O valor pago pelo banco norte-americano está relacionado com a penalização, por más práticas, seguidas na concessão de crédito à habitação, antes da crise financeira internacional espoletada em 2008.

21 de Agosto de 2014 às 15:26

O Bank of America acordou, finalmente, com o Departamento de Justiça dos Estados Unidos o pagamento de uma coima de 16,65 mil milhões de dólares (12,5 mil milhões de euros). Este acordo permite colocar um ponto final no processo desencadeado, pelas autoridades norte-americanas, no seguimento dos procedimentos seguidos pelo banco na concessão de crédito hipotecário no período que antecedeu o início da crise financeira de 2008.

Este é o acordo civil, a envolver apenas uma empresa ou instituição, alcançado pelo montante mais elevado de sempre nos Estados Unidos, referiu o Procurador-Geral Eric Holder aos jornalistas. É também a maior penalidade aplicada por práticas, relacionadas com crédito hipotecário, seguidas antes de 2008, acrescenta o Departamento de Justiça, de acordo com a Bloomberg.

O acordo, que acaba por ser feito por um montante ligeiramente abaixo dos inicialmente noticiados 17 mil milhões de dólares, prevê a divisão do valor total em duas parcelas: 7 mil milhões de dólares serão canalizados em benefício de clientes que contraíram os supracitados créditos à habitação, enquanto os restantes 9,65 mil milhões de dólares serão pagos em dinheiro às autoridades norte-americanas.

A multa aplicada pelo Bank of America, contra más práticas na concessão de crédito hipotecário, supera, assim, as já aplicadas, em Julho, ao Citigroup (7 mil milhões de dólares) e, em Novembro do ano passado, ao JP Morgan Chase (13 mil milhões de dólares).
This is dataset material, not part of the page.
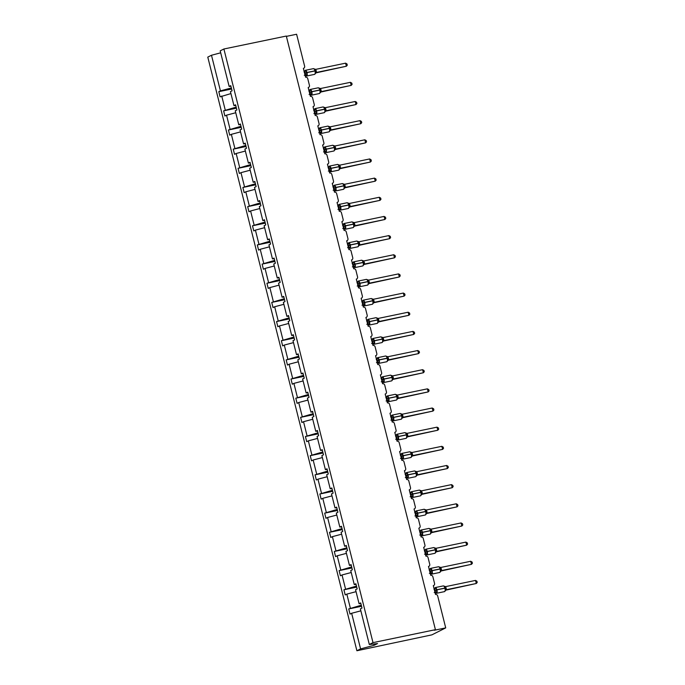<?xml version="1.0" encoding="UTF-8"?>
<svg xmlns="http://www.w3.org/2000/svg" width="685" height="685" viewBox="0 0 685 685"><rect width="100%" height="100%" fill="white"/><g stroke="black" fill="none" stroke-linecap="round" stroke-linejoin="round"><path stroke-width="1.03" d="M231.35 87.963L220.424 90.865L211.485 55.254L207.786 57.112L356.902 650.75L431.918 634.849L445.721 627.888L434.273 630.26L435.42 629.686L286.304 36.048L223.892 48.995L220.202 50.853L229.15 86.464L230.768 85.651L232.069 90.805L230.443 91.627L233.962 105.627L235.58 104.805L236.882 109.968L235.255 110.782L238.774 124.781L240.392 123.968L241.694 129.123L240.067 129.936L243.586 143.936L245.204 143.122L246.506 148.277L244.879 149.099L248.398 163.098L250.016 162.276L251.318 167.44L249.691 168.253L253.21 182.253L254.829 181.439L256.13 186.594L254.503 187.416L258.022 201.416L259.641 200.594L260.942 205.748L259.315 206.57L262.834 220.57L264.453 219.748L265.754 224.911L264.127 225.725L267.647 239.724L269.265 238.911L270.566 244.066L268.94 244.887L272.459 258.887L274.077 258.065L275.379 263.228L273.752 264.042L277.271 278.041L278.889 277.228L280.191 282.383L278.564 283.196L282.083 297.196L283.701 296.382L285.003 301.537L283.376 302.359L286.895 316.359L288.513 315.537L289.815 320.7L288.188 321.513L291.707 335.513L293.326 334.7L294.618 339.854L293 340.676L296.519 354.676L298.138 353.854L299.431 359.008L297.812 359.83L301.332 373.83L302.95 373.008L304.243 378.171L302.624 378.985L306.144 392.984L307.762 392.171L309.055 397.326L307.437 398.148L310.956 412.147L312.574 411.325L313.867 416.489L312.249 417.302L315.768 431.302L317.386 430.488L318.679 435.643L317.061 436.456L320.58 450.456L322.198 449.643L323.491 454.797L321.873 455.619L325.392 469.619L327.01 468.797L328.303 473.96L326.685 474.774L330.204 488.773L331.823 487.96L333.115 493.114L331.497 493.936L335.016 507.936L336.635 507.114L337.928 512.269L336.309 513.091L339.828 527.09L341.447 526.268L342.74 531.432L341.121 532.245L344.641 546.245L346.259 545.431L347.552 550.586L345.934 551.408L349.453 565.408L351.071 564.586L352.364 569.749L350.746 570.562L354.265 584.562L355.883 583.748L357.176 588.903L355.558 589.716L359.077 603.716L360.695 602.903L361.988 608.057L360.37 608.879L369.318 644.491L373.008 642.633L223.892 48.995M286.39 36.373L296.605 34.25L304.628 66.18A1.909 1.747 -116.8 0 1 303.378 68.38L305.596 77.217A1.909 1.747 63.2 0 1 307.779 78.706L309.44 85.334A1.909 1.747 -116.8 0 1 308.19 87.534L310.408 96.379A1.909 1.747 63.2 0 1 312.591 97.861L314.252 104.497A1.909 1.747 -116.8 0 1 313.002 106.689L315.22 115.534A1.909 1.747 63.2 0 1 317.403 117.024L319.064 123.651A1.909 1.747 -116.8 0 1 317.814 125.852L320.032 134.688A1.909 1.747 63.2 0 1 322.215 136.178L323.877 142.805A1.909 1.747 -116.8 0 1 322.626 145.006L324.844 153.851A1.909 1.747 63.2 0 1 327.028 155.332L328.689 161.968A1.909 1.747 -116.8 0 1 327.439 164.169L329.656 173.005A1.909 1.747 63.2 0 1 331.84 174.495L333.501 181.123A1.909 1.747 -116.8 0 1 332.242 183.323L334.468 192.168A1.909 1.747 63.2 0 1 336.652 193.649L338.313 200.285A1.909 1.747 -116.8 0 1 337.054 202.477L339.281 211.322A1.909 1.747 63.2 0 1 341.464 212.804L343.125 219.44A1.909 1.747 -116.8 0 1 341.866 221.64L344.093 230.477A1.909 1.747 63.2 0 1 346.276 231.967L347.937 238.594A1.909 1.747 -116.8 0 1 346.678 240.795L348.905 249.64A1.909 1.747 63.2 0 1 351.08 251.121L352.749 257.757A1.909 1.747 -116.8 0 1 351.491 259.949L353.717 268.794A1.909 1.747 63.2 0 1 355.892 270.284L357.561 276.911A1.909 1.747 -116.8 0 1 356.303 279.112L358.529 287.948A1.909 1.747 63.2 0 1 360.704 289.438L362.374 296.066A1.909 1.747 -116.8 0 1 361.115 298.266L363.341 307.111A1.909 1.747 63.2 0 1 365.516 308.592L367.186 315.228A1.909 1.747 -116.8 0 1 365.927 317.429L368.153 326.265A1.909 1.747 63.2 0 1 370.328 327.755L371.998 334.383A1.909 1.747 -116.8 0 1 370.739 336.583L372.965 345.428A1.909 1.747 63.2 0 1 375.14 346.91L376.81 353.546A1.909 1.747 -116.8 0 1 375.551 355.738L377.777 364.583A1.909 1.747 63.2 0 1 379.952 366.064L381.622 372.7A1.909 1.747 -116.8 0 1 380.363 374.9L382.59 383.737A1.909 1.747 63.2 0 1 384.764 385.227L386.434 391.854A1.909 1.747 -116.8 0 1 385.175 394.055L387.402 402.9A1.909 1.747 63.2 0 1 389.577 404.381L391.246 411.017A1.909 1.747 -116.8 0 1 389.988 413.209L392.214 422.054A1.909 1.747 63.2 0 1 394.389 423.544L396.058 430.171A1.909 1.747 -116.8 0 1 394.8 432.372L397.026 441.208A1.909 1.747 63.2 0 1 399.201 442.698L400.871 449.326A1.909 1.747 -116.8 0 1 399.612 451.526L401.838 460.371A1.909 1.747 63.2 0 1 404.013 461.853L405.683 468.489A1.909 1.747 -116.8 0 1 404.424 470.689L406.65 479.526A1.909 1.747 63.2 0 1 408.825 481.016L410.495 487.643A1.909 1.747 -116.8 0 1 409.236 489.844L411.462 498.689A1.909 1.747 63.2 0 1 413.637 500.17L415.307 506.806A1.909 1.747 -116.8 0 1 414.048 508.998L416.274 517.843A1.909 1.747 63.2 0 1 418.449 519.324L420.119 525.96A1.909 1.747 -116.8 0 1 418.86 528.161L421.087 536.997A1.909 1.747 63.2 0 1 423.261 538.487L424.931 545.114A1.909 1.747 -116.8 0 1 423.673 547.315L425.899 556.16A1.909 1.747 63.2 0 1 428.074 557.641L429.743 564.277A1.909 1.747 -116.8 0 1 428.485 566.469L430.711 575.314A1.909 1.747 63.2 0 1 432.886 576.804L434.555 583.432A1.909 1.747 -116.8 0 1 433.297 585.632L435.523 594.469A1.909 1.747 63.2 0 1 437.698 595.959L445.721 627.888M361.543 606.276L348.733 608.931L361.278 605.215M360.849 603.519L359.077 603.716M356.731 587.122L343.921 589.776L356.465 586.06M356.037 584.365L354.265 584.562M351.919 567.959L339.109 570.622L351.653 566.897M351.225 565.211L349.453 565.408M347.107 548.805L334.297 551.459L346.841 547.743M346.413 546.048L344.641 546.245M342.294 529.651L329.485 532.305L342.029 528.58M341.601 526.893L339.828 527.09M337.482 510.488L324.673 513.151L337.217 509.426M336.789 507.731L335.016 507.936M332.67 491.333L319.861 493.988L332.405 490.272M331.977 488.576L330.204 488.773M327.858 472.171L315.049 474.833L327.593 471.109M327.165 469.422L325.392 469.619M323.046 453.016L310.236 455.671L322.781 451.954M322.352 450.259L320.58 450.456M318.234 433.862L305.424 436.516L317.968 432.8M317.54 431.105L315.768 431.302M313.422 414.699L300.612 417.362L313.156 413.637M312.728 411.95L310.956 412.147M308.61 395.545L295.8 398.199L308.344 394.483M307.916 392.788L306.144 392.984M303.798 376.39L290.988 379.045L303.532 375.32M303.104 373.633L301.332 373.83M298.985 357.227L286.176 359.89L298.72 356.166M298.292 354.47L296.519 354.676M294.173 338.073L281.364 340.728L293.908 337.011M293.48 335.316L291.707 335.513M289.361 318.91L276.552 321.573L289.096 317.849M288.668 316.162L286.895 316.359M284.549 299.756L271.74 302.41L284.284 298.694M283.855 296.999L282.083 297.196M279.737 280.602L266.927 283.256L279.471 279.54M279.043 277.845L277.271 278.041M274.925 261.439L262.115 264.102L274.659 260.377M274.231 258.69L272.459 258.887M270.113 242.284L257.303 244.939L269.847 241.223M269.419 239.527L267.647 239.724M265.3 223.13L252.491 225.785L265.035 222.06M264.607 220.373L262.834 220.57M260.488 203.967L247.679 206.63L260.223 202.906M259.795 201.21L258.022 201.416M255.676 184.813L242.867 187.467L255.411 183.751M254.983 182.056L253.21 182.253M250.864 165.65L238.055 168.313L250.599 164.588M250.171 162.902L248.398 163.098M246.052 146.496L233.242 149.15L245.787 145.434M245.358 143.739L243.586 143.936M241.24 127.341L228.43 129.996L240.974 126.28M240.546 124.584L238.774 124.781M236.428 108.179L223.618 110.842L236.162 107.117M235.734 105.43L233.962 105.627M220.424 90.865L218.806 91.679L220.099 96.842L230.931 93.571M231.616 89.024L218.806 91.679M230.922 86.267L229.15 86.464M356.902 650.75L360.593 648.892L351.645 613.272L350.026 614.094L348.733 608.931M351.645 613.272L360.858 610.832M350.352 608.117L346.833 594.118L345.214 594.931L343.921 589.776M346.833 594.118L356.046 591.669M345.54 588.963L342.02 574.963L340.402 575.777L339.109 570.622M342.02 574.963L351.234 572.514M340.728 569.8L337.208 555.8L335.59 556.622L334.297 551.459M337.208 555.8L346.422 553.352M335.915 550.646L332.396 536.646L330.778 537.46L329.485 532.305M332.396 536.646L341.609 534.197M331.103 531.483L327.584 517.483L325.966 518.305L324.673 513.151M327.584 517.483L336.797 515.043M326.291 512.329L322.772 498.329L321.154 499.151L319.861 493.988M322.772 498.329L331.985 495.88M321.479 493.174L317.96 479.175L316.342 479.988L315.049 474.833M317.96 479.175L327.173 476.726M316.667 474.011L313.148 460.012L311.529 460.834L310.236 455.671M313.148 460.012L322.361 457.571M311.855 454.857L308.336 440.857L306.717 441.671L305.424 436.516M308.336 440.857L317.549 438.409M307.043 435.703L303.524 421.703L301.905 422.517L300.612 417.362M303.524 421.703L312.737 419.254M302.231 416.54L298.711 402.54L297.093 403.362L295.8 398.199M298.711 402.54L307.925 400.091M297.418 397.386L293.899 383.386L292.281 384.199L290.988 379.045M293.899 383.386L303.113 380.937M292.606 378.223L289.096 364.223L287.469 365.045L286.176 359.89M289.096 364.223L298.3 361.783M287.794 359.068L284.284 345.069L282.657 345.891L281.364 340.728M284.284 345.069L293.488 342.62M282.982 339.914L279.471 325.914L277.845 326.728L276.552 321.573M279.471 325.914L288.676 323.466M278.17 320.751L274.659 306.752L273.032 307.574L271.74 302.41M274.659 306.752L283.864 304.311M273.358 301.597L269.847 287.597L268.22 288.411L266.927 283.256M269.847 287.597L279.052 285.148M268.546 282.443L265.035 268.443L263.408 269.256L262.115 264.102M265.035 268.443L274.24 265.994M263.734 263.28L260.223 249.28L258.596 250.102L257.303 244.939M260.223 249.28L269.428 246.831M258.921 244.125L255.411 230.126L253.784 230.939L252.491 225.785M255.411 230.126L264.615 227.677M254.109 224.963L250.599 210.963L248.972 211.785L247.679 206.63M250.599 210.963L259.803 208.523M249.297 205.808L245.787 191.809L244.16 192.631L242.867 187.467M245.787 191.809L254.991 189.36M244.485 186.654L240.974 172.654L239.348 173.468L238.055 168.313M240.974 172.654L250.179 170.205M239.673 167.491L236.162 153.491L234.535 154.313L233.242 149.15M236.162 153.491L245.367 151.042M234.861 148.337L231.35 134.337L229.723 135.15L228.43 129.996M231.35 134.337L240.555 131.888M230.049 129.182L226.538 115.183L224.911 115.996L223.618 110.842M226.538 115.183L235.743 112.734M225.237 110.02L221.726 96.02M211.485 55.254L220.69 52.805M360.593 648.892L374.13 645.287L377.538 643.575L369.318 644.491M373.008 642.633L435.42 629.686M374.13 645.287L373.804 643.994M304.662 71.574L306.101 70.846L307.094 74.811L305.647 75.727A1.396 1.387 32 0 0 305.133 75.376M315.151 73.817L315.425 71.146L314.355 68.945L315.674 69.373L316.187 70.692L316.496 72.439L315.365 73.004M315.485 73.432L316.444 72.447M315.211 73.047L315.648 73.047A1.396 1.387 32 0 1 316.496 72.439L346.379 66.239L315.725 72.935M345.6 63.166L346.978 63.953L347.286 65.178L346.379 66.239L345.6 63.166L315.725 69.365L314.338 69.142M304.217 71.754L304.842 71.608A1.396 1.053 69.5 0 0 305.382 70.803M304.277 75.307L305.476 74.725L304.705 71.651L306.101 70.846M304.996 74.819L305.424 74.733A1.396 1.053 69.5 0 1 306.503 75.299M307.094 74.811L305.476 74.725M309.474 90.728L310.913 90.009L311.906 93.965L310.459 94.89A1.396 1.387 32 0 0 309.945 94.53M319.964 92.972L320.238 90.309L319.167 88.1L320.486 88.528L321 89.846L321.308 91.593L320.178 92.167M320.297 92.595L321.256 91.602M320.023 92.201L320.46 92.201A1.396 1.387 32 0 0 320.46 92.21A1.396 1.387 32 0 1 321.308 91.593L351.182 85.394L320.537 92.09M350.412 82.32L351.79 83.108L352.099 84.341L351.182 85.394L350.412 82.32L320.537 88.519L319.15 88.296M309.029 90.908L309.654 90.762M309.089 94.461L310.288 93.879L309.517 90.805L310.913 90.009M309.808 93.982L310.236 93.888A1.396 1.053 69.5 0 1 311.315 94.453M311.906 93.965L310.288 93.879M314.287 109.891L315.725 109.163L316.718 113.128L315.271 114.044A1.396 1.387 32 0 0 314.757 113.684M324.776 112.135L325.05 109.463L323.979 107.262L325.298 107.691L325.812 109.009L326.12 110.756L324.99 111.321M325.11 111.749L326.069 110.765M324.836 111.364L325.272 111.364A1.396 1.387 32 0 1 326.12 110.756L355.994 104.548L325.349 111.253M355.224 101.483L356.602 102.27L356.911 103.495L355.994 104.548L355.224 101.483L325.349 107.682L323.962 107.451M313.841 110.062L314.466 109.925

A administração do Bank of America revelou entretanto que este acordo deverá impactar negativamente em cerca de 5,3 mil milhões de dólares nos resultados antes de impostos do segundo trimestre deste ano. Em 2013, o banco registou lucros totais na ordem dos 11,4 mil milhões de dólares.

Desde que Brian T. Moynihan assumiu a função de CEO do Bank of America, em 2010, o banco já canalizou, escreve a Bloomberg, aproximadamente 55 mil milhões de dólares para despesas relacionadas com a atribuição de crédito imobiliário antes de 2008.

Apesar do acordo agora alcançado, os representantes legais do Bank of America alegaram que a justiça norte-americana não procedeu de forma razoável.

O The Wall Street Journal escreve que os advogados deste banco referiram que o Bank of America estava a ser penalizado por práticas essencialmente adoptadas, antes da crise, por outros bancos, nomeadamente o Merril Lynch e o Countrywide.